Second, while digital technology is becoming increasingly synonymous with regimentation and control, we cannot overlook the fact that it provides us also with the wherewithal to circumvent the state. While the long term efficacy of cryptocurrencies such as Bitcoin can be doubted, it is not impossible to envisage how this or similar technology could make the private movement of wealth (or rights to wealth) possible, rendering state control over currency and capital less effective.
Finally, there is the increased possibility of both hard and soft secession – the former meaning a formal decoupling of a territory from a state’s jurisdiction, the latter referring to the kinds of things we have already discussed: ignoring, circumventing, or otherwise rendering the state inert through building alternative institutions and economies. The latter could even involve taking over parts of the existing state-corporate infrastructure. While, for instance, Elon Musk’s intention to restore Twitter as a true free speech platform is still in its infancy, wresting away the primary tool of state sponsored censorship is certainly a promising step forward.
The marvellous thing about most of these mini-revolutions is that they can occur without violence and bloodshed; there is no fighting, no overthrow, no killing. If civil strife and conflict is focussed on who controls the centralised state, violence is likely to become inevitable at some point. If, however, the objective is to simply get the state out of the way, then a multitude of small, decentralised, peaceful revolts will simply cause the state to wither away in helplessness. In that event, the death of the state will come from a thousand cuts.

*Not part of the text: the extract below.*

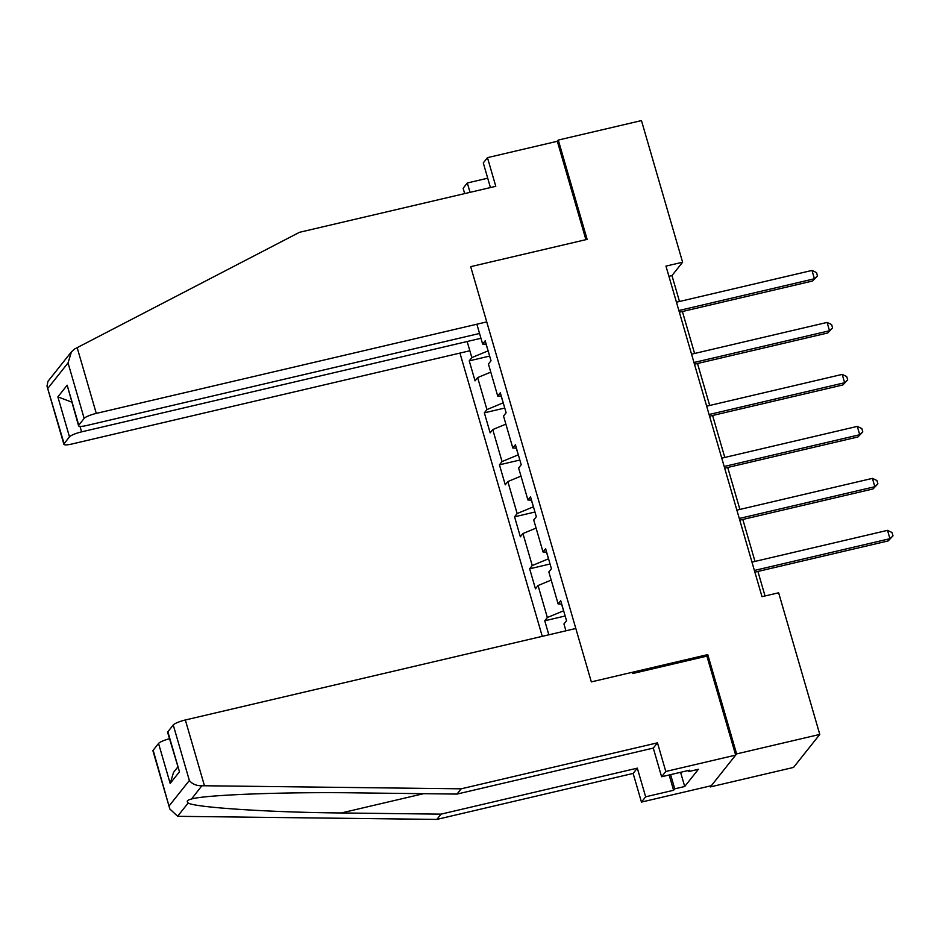 <?xml version="1.0" encoding="UTF-8"?>
<svg xmlns="http://www.w3.org/2000/svg" width="940" height="940" viewBox="0 0 940 940"><rect width="100%" height="100%" fill="white"/><g stroke="black" fill="none" stroke-linecap="round" stroke-linejoin="round"><path stroke-width="1.41" d="M710.1 785.993L710.37 786.909L793.536 767.428L819.786 734.422L778.637 592.788L762.011 596.688L665.966 266.114L682.605 262.213L641.456 120.59L558.278 140.072L557.326 141.282L585.914 239.665M459.954 353.076L542.263 636.345M710.37 786.909L736.619 753.904L707.761 654.604L591.331 681.888L470.693 266.666L587.136 239.383L558.278 140.072M565.927 630.799L563.941 623.96L566.526 620.706L560.722 600.707L558.137 603.962L548.843 571.978L551.428 568.723L545.623 548.725L543.026 551.98L533.732 519.985L536.329 516.73L530.513 496.743L527.928 499.998L518.633 468.003L521.218 464.748L515.414 444.749L512.817 448.004L503.523 416.021L506.12 412.766L500.303 392.767L497.718 396.022L488.424 364.027L491.009 360.772L485.204 340.785L482.62 344.04L476.862 324.218M467.156 341.514L471.833 357.599L469.236 360.854L475.053 380.853L477.638 377.586L486.932 409.582L484.347 412.836L490.151 432.835L492.748 429.58L502.042 461.564L499.446 464.818L505.262 484.817L507.847 481.562L517.141 513.557L514.556 516.812L520.361 536.799L522.946 533.544L532.24 565.539L529.655 568.794L535.459 588.793L538.056 585.538L547.35 617.521L544.754 620.776L548.831 634.806M563.648 610.8L561.544 604.115M561.709 604.115L558.137 603.962M547.35 617.521L563.495 610.836M538.056 585.538L551.192 580.086M548.549 558.818L546.434 552.121M546.61 552.133L543.026 551.98M532.24 565.539L548.384 558.854M522.946 533.544L536.094 528.104M533.45 506.825L531.335 500.139M531.5 500.151L527.928 499.998M517.141 513.557L533.286 506.872M507.847 481.562L520.983 476.122M518.34 454.843L516.225 448.157M516.401 448.157L512.817 448.004M502.042 461.564L518.187 454.878M492.748 429.58L505.885 424.14M503.241 402.861L501.126 396.175M501.302 396.175L497.718 396.022M486.932 409.582L503.076 402.896M477.638 377.586L490.786 372.146M488.142 350.867L486.027 344.181M486.191 344.193L482.62 344.04M471.833 357.599L487.978 350.914M736.619 753.904L819.786 734.422M679.479 301.481L671.959 275.596L682.605 262.213M765.043 595.972L757.91 571.449M754.996 561.415L742.812 519.456M739.898 509.433L727.701 467.474M724.787 457.439L712.602 415.492M709.688 405.457L697.504 363.498M694.59 353.475L682.393 311.516M668.928 276.301L671.959 275.596M469.236 360.854L489.646 356.072M484.347 412.836L504.745 408.054M499.446 464.818L519.855 460.048M514.556 516.812L534.954 512.03M529.655 568.794L550.064 564.012M544.754 620.776L565.163 615.994M707.761 654.604L706.457 656.238M679.361 312.233L812.642 281.001L814.416 278.769L678.868 310.529M811.995 270.438L816.519 272.588L817.483 275.925L814.416 278.769L811.995 270.438L676.448 302.198M817.483 275.925L812.642 281.001M487.719 178.201L467.309 182.983L470.035 192.347M467.309 182.983L463.126 188.247L464.677 193.593M486.744 321.903L96.279 413.4A10.61 2.045 163.8 0 0 84.165 418.406L78.772 425.186A10.61 2.045 163.8 0 0 78.572 425.808A10.61 2.045 163.8 0 0 86.633 425.526L479.541 333.465M84.165 418.406L68.044 362.922L71.428 351.842L74.883 348.846L299.507 232.297L495.791 186.308L487.461 157.65L483.278 162.914L490.433 187.565M487.461 157.65L557.326 141.282M80.006 426.384L81.592 431.86A10.61 2.045 163.8 0 0 69.49 436.877L64.096 443.656A10.61 2.045 163.8 0 0 63.885 444.279A10.61 2.045 163.8 0 0 71.945 443.997L469.847 350.761M81.592 431.86L480.939 338.282M78.572 425.808L67.163 385.2L78.772 425.186M69.49 436.877L57.869 396.892L71.675 402.097M71.428 351.842L47.94 381.37L47 386.164L64.096 443.656M204.462 785.758L201.841 785.805C196.354 785.805 192.195 784.031 189.363 780.482L173.242 724.987A10.61 2.045 -16.2 0 1 185.345 719.981L204.462 785.758L461.188 788.813L657.471 742.823L665.79 771.482L735.656 755.114L706.904 656.132L632.714 673.522M680.584 772.304L684.708 786.498L698.397 769.284L688.421 771.623L689.561 770.201L661.607 776.745L653.288 748.087L457.005 794.077L357.259 792.89C286.63 791.774 204.039 794.852 191.278 799.082C187.295 800.081 186.261 801.374 188.188 802.971C194.051 807.425 270.226 812.395 341.302 812.959L441.036 814.146L637.32 768.156L645.651 796.815L673.592 790.27L669.151 774.971M191.525 799.024L201.841 785.805M457.005 794.077L461.188 788.813M661.607 776.745L665.79 771.482M653.288 748.087L657.471 742.823M153.161 750.238L169.834 808.976L152.95 750.86A10.61 2.045 -16.2 0 1 153.161 750.238L158.554 743.458A10.61 2.045 -16.2 0 1 169.482 738.734M684.708 786.498L674.732 788.836L673.592 790.27M169.834 808.976L177.625 816.249L180.128 816.355L436.853 819.41L633.137 773.42L641.456 802.079L645.651 796.815M641.456 802.079L711.322 785.711L735.656 755.114M633.137 773.42L637.32 768.156M436.853 819.41L441.036 814.146M167.849 731.766L179.47 771.764L167.637 732.389A10.61 2.045 -16.2 0 1 167.849 731.766L173.242 724.987M575.809 628.484L185.345 719.981M688.421 771.623L688.104 770.542M670.596 774.642L674.732 788.836M177.731 767.111L173.547 772.363L170.175 783.443L158.554 743.458M694.472 364.215L827.752 332.983L829.515 330.751L693.979 362.511M827.094 322.42L831.618 324.57L832.582 327.907L829.515 330.751L827.094 322.42L691.558 354.18M832.582 327.907L827.752 332.983M709.571 416.197L842.851 384.965L844.625 382.733L709.077 414.505M842.205 374.402L846.717 376.564L847.692 379.889L844.625 382.733L842.205 374.402L706.657 406.174M847.692 379.889L842.851 384.965M724.67 468.179L857.95 436.959L859.724 434.727L724.176 466.487M857.303 426.396L861.827 428.546L862.791 431.883L859.724 434.727L857.303 426.396L721.755 458.156M862.791 431.883L857.95 436.959M739.78 520.173L873.06 488.941L874.834 486.709L739.286 518.469M872.414 478.378L876.926 480.528L877.901 483.865L874.834 486.709L872.414 478.378L736.866 510.138M877.901 483.865L873.06 488.941M754.879 572.154L888.159 540.923L889.933 538.691L754.385 570.451M887.513 530.36L892.036 532.522L893 535.847L889.933 538.691L887.513 530.36L751.965 562.12M893 535.847L888.159 540.923M68.044 362.922L47.975 388.173M57.869 396.892L67.163 385.2M77.162 347.612L96.279 413.4M188.188 802.971L177.625 816.249M169.282 805.721L189.363 780.482M179.47 771.764L170.175 783.443M423.588 793.677L341.302 812.959M63.885 444.279L47 386.164"/></g></svg>

This is not to suggest, of course, that today’s large, powerful nation states will fail to fight back. As their collapse from over-borrowing, overspending and eventual bankruptcy draws nearer, states will be ever more desperate to enforce increased controls while plucking all of the remaining feathers from the golden geese of their citizenry. But the more those geese are plucked the more they flap towards an escape hatch. Independently minded individuals and groups have, historically, been better at what we might call the "invention of circumvention" than the state has been at stopping it.
With this in mind, let us focus on the one area of the state that is both its method of function and it's raison d'être: the monopoly over force and violence. The state commits its horrendous abuses while enriching its participants through the use of force against others. But it is also supposed to protect the common citizen from criminal acts so as to maintain law and order - hence the state is still regarded as necessary by the vast majority of people.
But what if this very function could itself, in some way, be circumvented? What if there was an invention or device that would enable any person, at extremely low cost, to protect his or her person and property from all forms of force and violence? I have very little idea as to what this could be – an invisible force field around each object you own, perhaps. But imagine the result: in one swoop we will have eliminated both the ability of government to tax, steal, imprison, kill, maim and live off the fat of everyone else, and eradicated its reason for existence. For if people could protect themselves from invasion of their person and property at very low cost, why would anyone bother turning to the state? Why would anyone pay taxes for an army or police force when this new, cheap, method renders the very existence of those institutions superfluous?
Of course, some people may continue to pay "taxes" voluntarily for the services of their existing states. But there is nothing wrong with this if that is what people want to do with their own money. The bite of force, however, will be lost, with the state being relegated to the same level as every other player in the marketplace – having to offer people a valuable service in return for voluntarily paid revenue. To that end, it would cease to be a state entirely.
We should, therefore, urge all inventors to dust off their drawing boards and get to work on such a marvellous invention. The recent strides we have made in technological development may well be encasing us in a digital prison. But they may also contain the seeds of an invention that would enable our jailbreak – an escape that will become all the more necessary before the world drowns in a sea of statist despotism.